• _Problem statement_: Exclude any images and output the remaining records exactly.

*** Opening of Material supplied ***

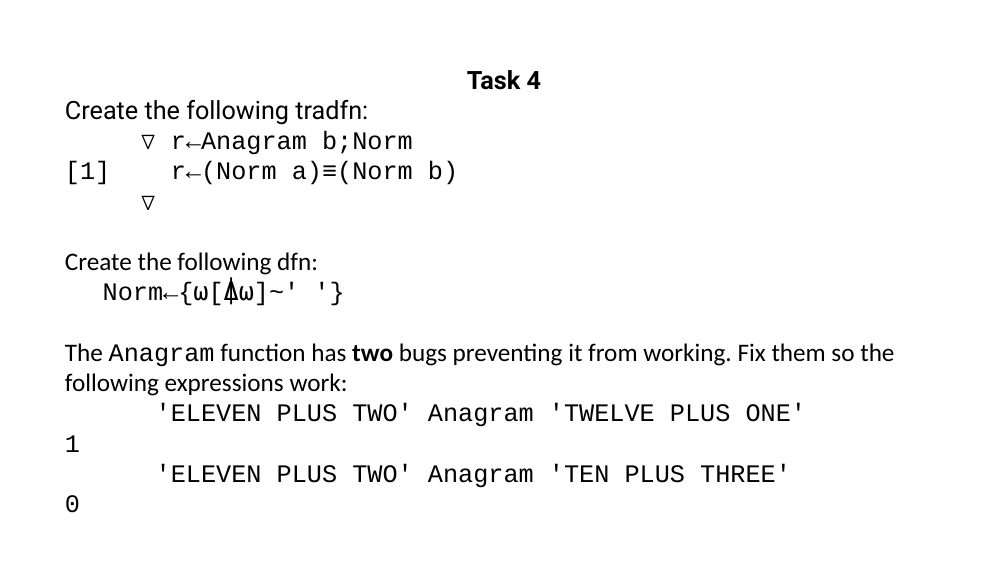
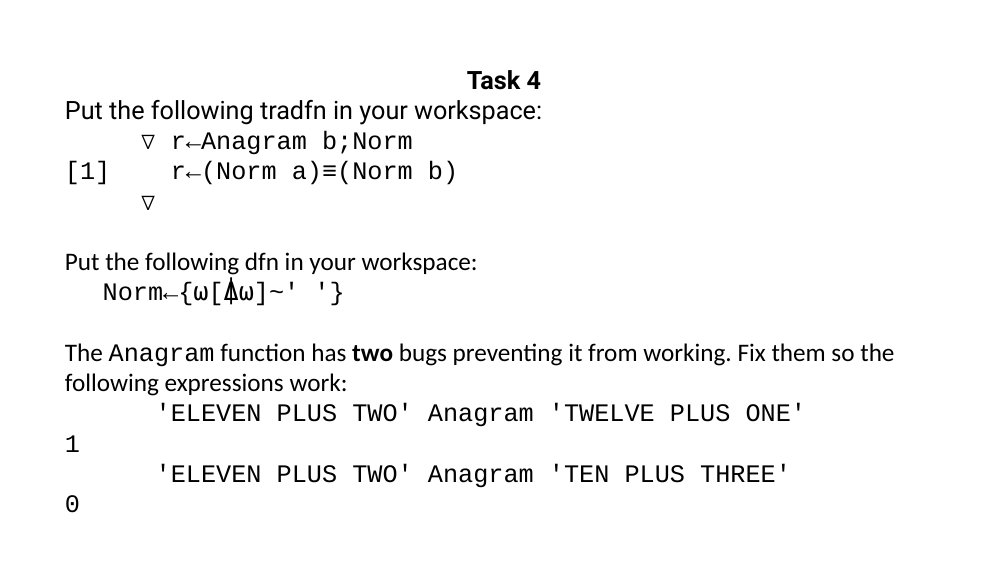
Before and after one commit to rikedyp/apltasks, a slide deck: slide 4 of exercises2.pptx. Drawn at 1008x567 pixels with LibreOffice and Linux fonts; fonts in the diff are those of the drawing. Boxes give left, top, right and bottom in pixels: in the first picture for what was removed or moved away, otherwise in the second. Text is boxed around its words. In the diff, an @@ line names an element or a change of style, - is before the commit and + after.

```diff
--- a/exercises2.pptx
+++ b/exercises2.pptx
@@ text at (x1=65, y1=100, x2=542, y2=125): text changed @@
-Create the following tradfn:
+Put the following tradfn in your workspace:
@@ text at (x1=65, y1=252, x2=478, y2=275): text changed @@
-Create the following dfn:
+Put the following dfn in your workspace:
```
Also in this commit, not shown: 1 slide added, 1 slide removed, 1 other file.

*** Close of Material supplied ***

• _Response to the task_:
Before and after one commit to rikedyp/apltasks, a slide deck: slide 4 of exercises2.pptx. Drawn at 1008x567 pixels with LibreOffice and Linux fonts; fonts in the diff are those of the drawing. Boxes give left, top, right and bottom in pixels: in the first picture for what was removed or moved away, otherwise in the second. Text is boxed around its words. In the diff, an @@ line names an element or a change of style, - is before the commit and + after.

```diff
--- a/exercises2.pptx
+++ b/exercises2.pptx
@@ text at (x1=65, y1=100, x2=542, y2=125): text changed @@
-Create the following tradfn:
+Put the following tradfn in your workspace:
@@ text at (x1=65, y1=252, x2=478, y2=275): text changed @@
-Create the following dfn:
+Put the following dfn in your workspace:
```
Also in this commit, not shown: 1 slide added, 1 slide removed, 1 other file.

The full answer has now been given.